Ich krieg das nicht geordnet???:L. Kann mir einer helfen?

Viele GRüße
Sandra


----------



## KrokoDiehl (9. Aug 2010)

Tja was soll ich sagen. Die Zusammenhänge scheinst du richtig erkannt zu haben. Wenn es nun nur um die UML-Notation geht, sollte das Internet doch genug Quellen bieten... z.B. Wikipedia - Klassendiagramm.

Die Fragen werde ich dir nicht beantworten, aber vllt kann ich allgmeiner um Frage b) herum etwas erklären...


			
				Sweetsister hat gesagt.:
			
		

> -> Ja und da hapert es. Ist das nicht eine ist-ein-Beziehung? Also würde nicht die Klasse KFZBauteil das Interface Sonderausstattung implementieren und dadurch wäre die Klimaanlage eine Unterklasse?

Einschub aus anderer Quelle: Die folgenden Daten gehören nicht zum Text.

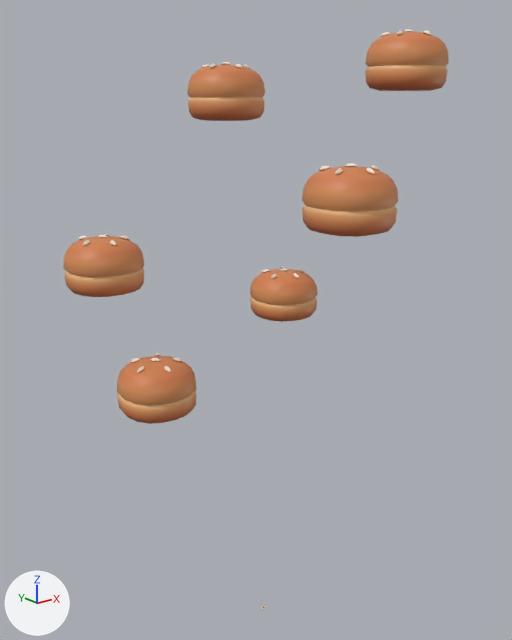
The Blender file art_models/tree2bun3.blend as it was, and as the next commit left it.
One viewpoint serves both versions: a 50 mm camera at (-4.09, -4.98, 5.32) aimed at (-0.15, -0.05, 3.35). The axes (+X, +Y, +Z) are drawn at lower left. The lights are the same throughout. The picture after the commit comes second.

In view in the first picture: 'food_ingredient_bun_Cube.001', 'food_ingredient_bun_Cube.007', 'food_ingredient_bun_Cube.008', 'food_ingredient_bun_Cube.009', 'food_ingredient_bun_Cube.010', 'food_ingredient_bun_Cube.011'.
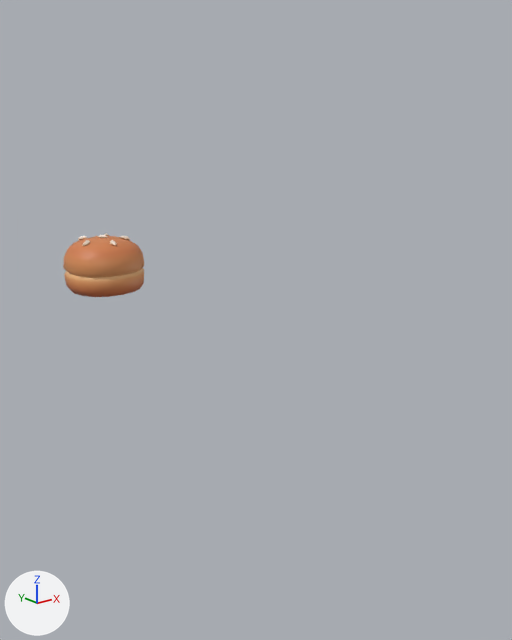
What the commit changed:
Object 'food_ingredient_bun_Cube.007' (ob_food_ingredient_bun_cube_007) is deleted.
Object 'food_ingredient_bun_Cube.008' (ob_food_ingredient_bun_cube_008) is deleted.
Object 'food_ingredient_bun_Cube.009' (ob_food_ingredient_bun_cube_009) is deleted.
Object 'food_ingredient_bun_Cube.010' (ob_food_ingredient_bun_cube_010) is deleted.
Object 'food_ingredient_bun_Cube.011' (ob_food_ingredient_bun_cube_011) is deleted.

Boxes (x1, y1, x2, y2) around the edits, measured in the pictures (512 x 640 px):
'food_ingredient_bun_Cube.011', deleted (orange)
    before: (302, 163, 398, 237)
'food_ingredient_bun_Cube.008', deleted (orange)
    before: (117, 353, 197, 424)
'food_ingredient_bun_Cube.007', deleted (orange)
    before: (365, 29, 449, 91)
'food_ingredient_bun_Cube.010', deleted (orange)
    before: (187, 62, 265, 121)
'food_ingredient_bun_Cube.009', deleted (orange)
    before: (250, 266, 318, 322)
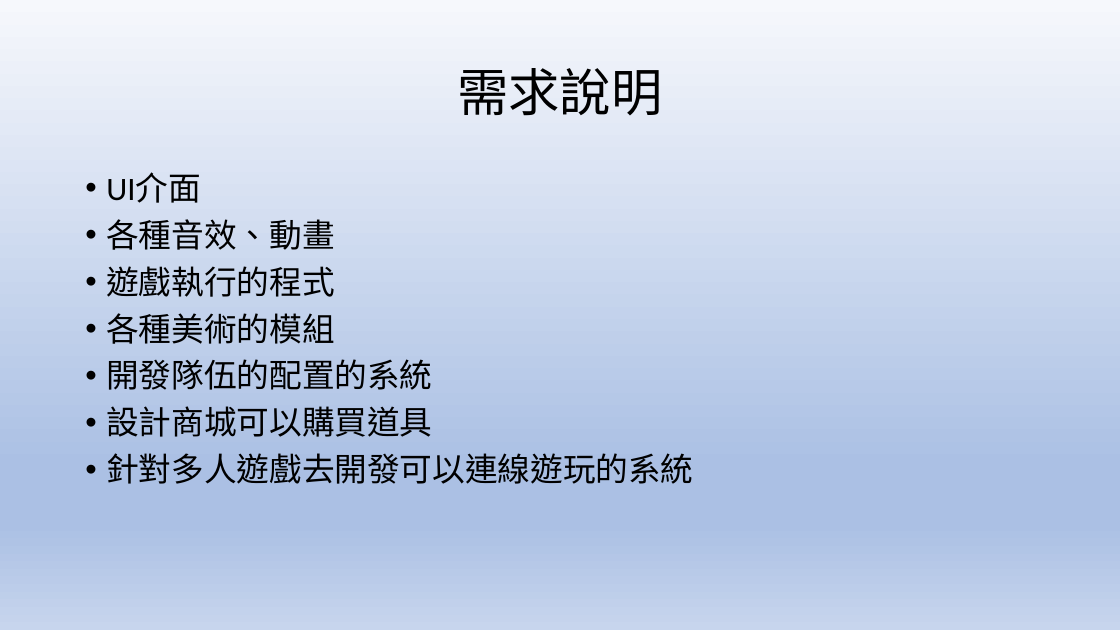
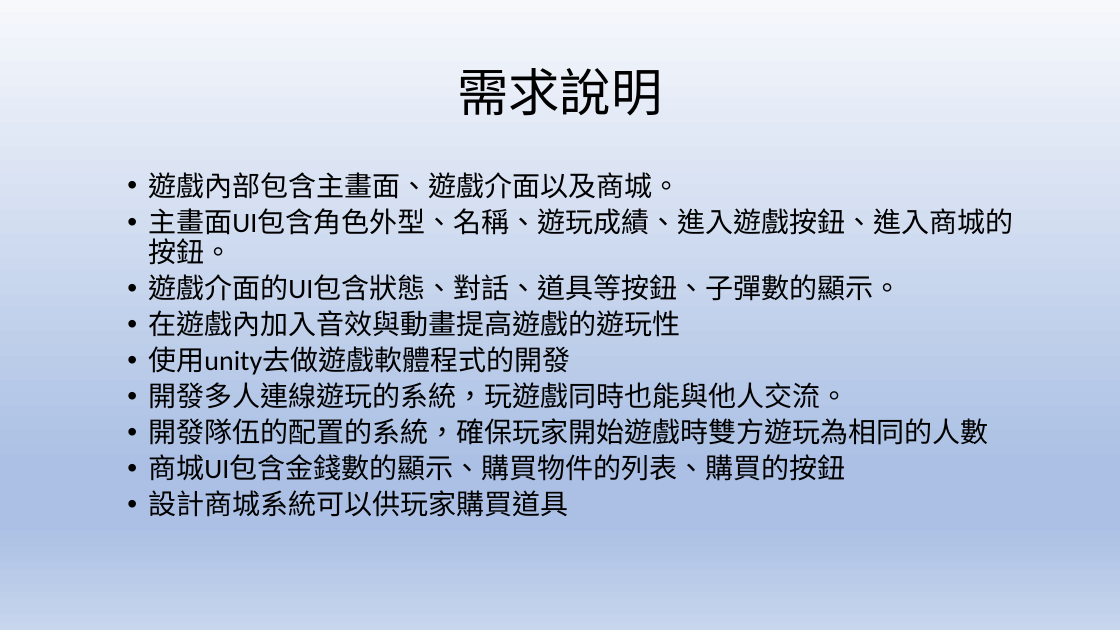
Before and after one commit to kewen0604/107_SE_Team2, a slide deck: slide 7 of 軟體工程期末專題報告.pptx. Drawn at 1120x630 pixels with LibreOffice and Linux fonts; fonts in the diff are those of the drawing. Boxes give left, top, right and bottom in pixels: in the first picture for what was removed or moved away, otherwise in the second. Text is boxed around its words. In the diff, an @@ line names an element or a change of style, - is before the commit and + after.

```diff
--- a/軟體工程期末專題報告.pptx
+++ b/軟體工程期末專題報告.pptx
@@ text at (148, 172, 1013, 517): text changed; size 28 to 24 pt @@
-• UI介面
-• 各種音效、動畫
-• 遊戲執行的程式
-• 各種美術的模組
-• 開發隊伍的配置的系統
-• 設計商城可以購買道具
-• 針對多人遊戲去開發可以連線遊玩的系統
+  • 遊戲內部包含主畫面、遊戲介面以及商城。
+  • 主畫面UI包含角色外型、名稱、遊玩成績、進入遊戲按鈕、進入商城的按鈕。
+  • 遊戲介面的UI包含狀態、對話、道具等按鈕、子彈數的顯示。
+  • 在遊戲內加入音效與動畫提高遊戲的遊玩性
+  • 使用unity去做遊戲軟體程式的開發
+  • 開發多人連線遊玩的系統，玩遊戲同時也能與他人交流。
+  • 開發隊伍的配置的系統，確保玩家開始遊戲時雙方遊玩為相同的人數
+  • 商城UI包含金錢數的顯示、購買物件的列表、購買的按鈕
+  • 設計商城系統可以供玩家購買道具
```
Also in this commit, not shown: 1 other slide changed, 1 other file.

Der Satz verwirrt mich schon  
In der Aufgabenstellung steht doch sogar schon, dass die Klimaanlage eine Sonderausstattung ist, was prinzipiell nichts daran hindert, dass sie (die Klimaanlage) zusätzlich auch ein KfzBauteil sein kann. Man denkt hier in Kategorien (bzw. Abstraktionen). Der Herr Max Muster kann ja auch zugleich ein Angestellter und ein Mensch sein 

Vllt. kannst du deine Fragen konkretisieren, das erleichtert das Antworten. Sonst ist man geneigt auf Fragen wie 





			
				Sweetsister hat gesagt.:
			
		

> Ich krieg das nicht geordnet. Kann mir einer helfen?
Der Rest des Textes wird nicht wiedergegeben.